Matter of: Bristol-Myers Squibb Company

File: B-294944.2

Date: January 18, 2005

Alex D. Tomaszczuk, Esq., and Jack Y. Chu, Esq., Shaw Pittman, for the protester.

Melbourne A. Noel, Jr., and Philip S. Kauffman, Esq., Department of Veterans Affairs, for the agency. [1]

Ralph O. White, Esq., and Christine S. Melody, Esq., Office of the General Counsel, GAO, participated in the preparation of the decision.

DIGEST

Agency's use of a price evaluation scheme in a pharmaceutical procurement that compares prices for two drugs on a per-tablet basis is unobjectionable where the record shows that the optimal dosing level for both drugs is a single pill taken once daily, and where the agency has no valid data for estimating other dosing levels of these drugs, and does not expect other dosing levels to be ordered in significant quantities.

DECISION

Bristol-Myers Squibb Company (BMS) protests the terms of request for proposals (RFP) No. RFP-797-NC-04-0016, issued by the Department of Veterans Affairs (VA) for Angiotensin II Receptor Antagonists, also known as Angiotensin II Receptor Blockers (or ARBs), for the treatment of patients with both hypertension and type 2 diabetes mellitus with nephropathy. The ARB selected in this procurement will be the only ARB designated on the VA's National Formulary for treatment of the condition described above. BMS argues that the RFP's price evaluation approach will not identify the proposal that will provide the actual lowest price to the government.

We deny the protest.

BACKGROUND

The RFP here was released on August 23, 2004, and anticipates award of a fixedprice, indefinite-quantity contract for a base period of 1 year, with up to four 1year options. On its face, the RFP limited this competition to two ARBs--Irbesartan (manufactured by BMS and Sanofi, marketed as Avapro) and Losartan (manufactured by Merck, marketed as Cozaar). As indicated above, the RFP also advised that these drugs were being purchased for the treatment of hypertension and type 2 diabetes mellitus with nephropathy, and that the successful offeror's drug would be the only ARB listed on the formulary for treatment of this condition. [3]

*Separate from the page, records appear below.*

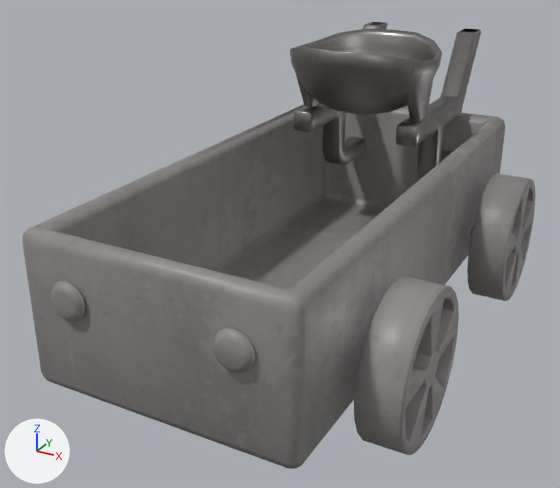
An edit to the FBX model Kart Proj/Assets/Characters/Ben/Both/BenCar.fbx, drawn before and after from the same camera.
Rendered twice from a camera (50 mm lens) standing at (1.2, -2.38, 1.41) and looking at (-0.09, -0.03, 0.24). Lighting does not change. The marker at lower left points along +X, +Y and +Z. Vertices at the same position are counted once.

The first picture shows 'Carro'.
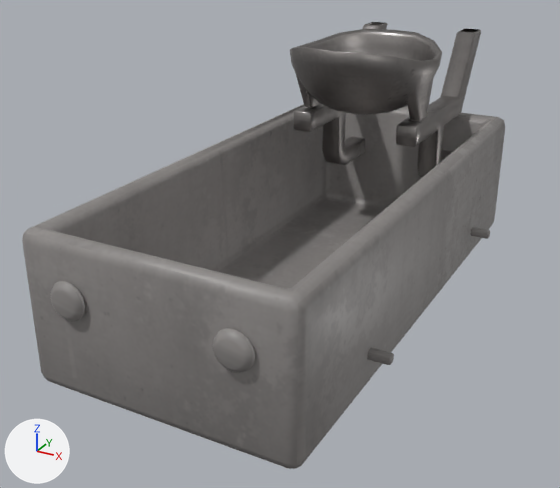
Commit message: Ben car without Wheels

What differs and where, as boxes [x1, y1, x2, y2] in the pictures (560 x 488 px; the box of a moved part takes in the faces that stretch with it):
'Carro', reshaped (6% narrower)
    before: [22, 22, 536, 469]
    after: [22, 22, 505, 469]
part 1 of me_cube_002, deleted
    before: [354, 277, 459, 455]
part 2 of me_cube_002, deleted
    before: [467, 174, 536, 301]
part 3 of me_cube_002, moved or reshaped (not visible before)
    after: [367, 347, 394, 365]
part 4 of me_cube_002, moved or reshaped (not visible before)
    after: [471, 227, 490, 239]

The change in detail:
me_cube_002 is used by ob_carro; location (0.0, 0.0, 0.0).
me_cube_002 had 2531 vertices, 2552 faces and spanned x -0.66..0.66, y -0.97..1.19, z -0.09..0.93.
me_cube_002 now has 1199 vertices, 1148 faces and spans x -0.53..0.53, y -0.97..1.19, z 0.03..0.93.
me_cube_002 part 1: the loose piece of 333 vertices spanning x 0.52..0.66, y -0.73..-0.23, z -0.09..0.42 is deleted.
me_cube_002 part 2: the loose piece of 333 vertices spanning x 0.52..0.66, y 0.36..0.86, z -0.09..0.42 is deleted.
Part 3, on me_cube_002:
26 faces are deleted.
26 new faces join them.
Part 4, on me_cube_002:
26 faces are deleted.
26 new faces join them.

Prior to the release of the RFP here, doctors from the VA's Pharmacy Benefits Management (PBM) Section, together with the VA's Medical Advisory Panel (MAP)--a panel of 13 physicians throughout the VA and the Department of Defense--prepared a Drug Class Review of all available ARBs. Agency Report (AR) at 2. This Drug Class Review was first completed in 2003, was revised in June 2004, and is appended to the RFP (as Attachment C). Id. Using the findings of the Drug Class Review, the VA's PBM and MAP doctors prepared a second document explaining the VA's purchasing approach for ARBs. This document--also appended to the RFP (as Attachment D)--is entitled, "Medical Determination of Minimum Needs for VA National Formulary Selection of an [ARB]," hereinafter the "Medical Needs Determination."

The VA's Medical Needs Determination reflects several decisions related to the dispute in this protest. Specifically, the document explains that ARBs are not the VA's preferred method of treating simple hypertension-- i.e. , hypertension not accompanied by complications such as heart failure or diabetic nephropathy. See Medical Needs Determination at 1, 3. In fact, the Determination advises that there are four different classes of antihypertensive medications, several of which should be tried prior to prescribing an ARB for simple hypertension. Id . at 3; see also AR, Tab 4 (e-mail from PBM Section to the CO, and others, dated Sept. 16, 2004, explaining the hierarchy of treatment for simple hypertension). [4] As a result, while the VA concedes there may be some usage of ARBs to treat patients with simple hypertension, that is not the purpose of this procurement.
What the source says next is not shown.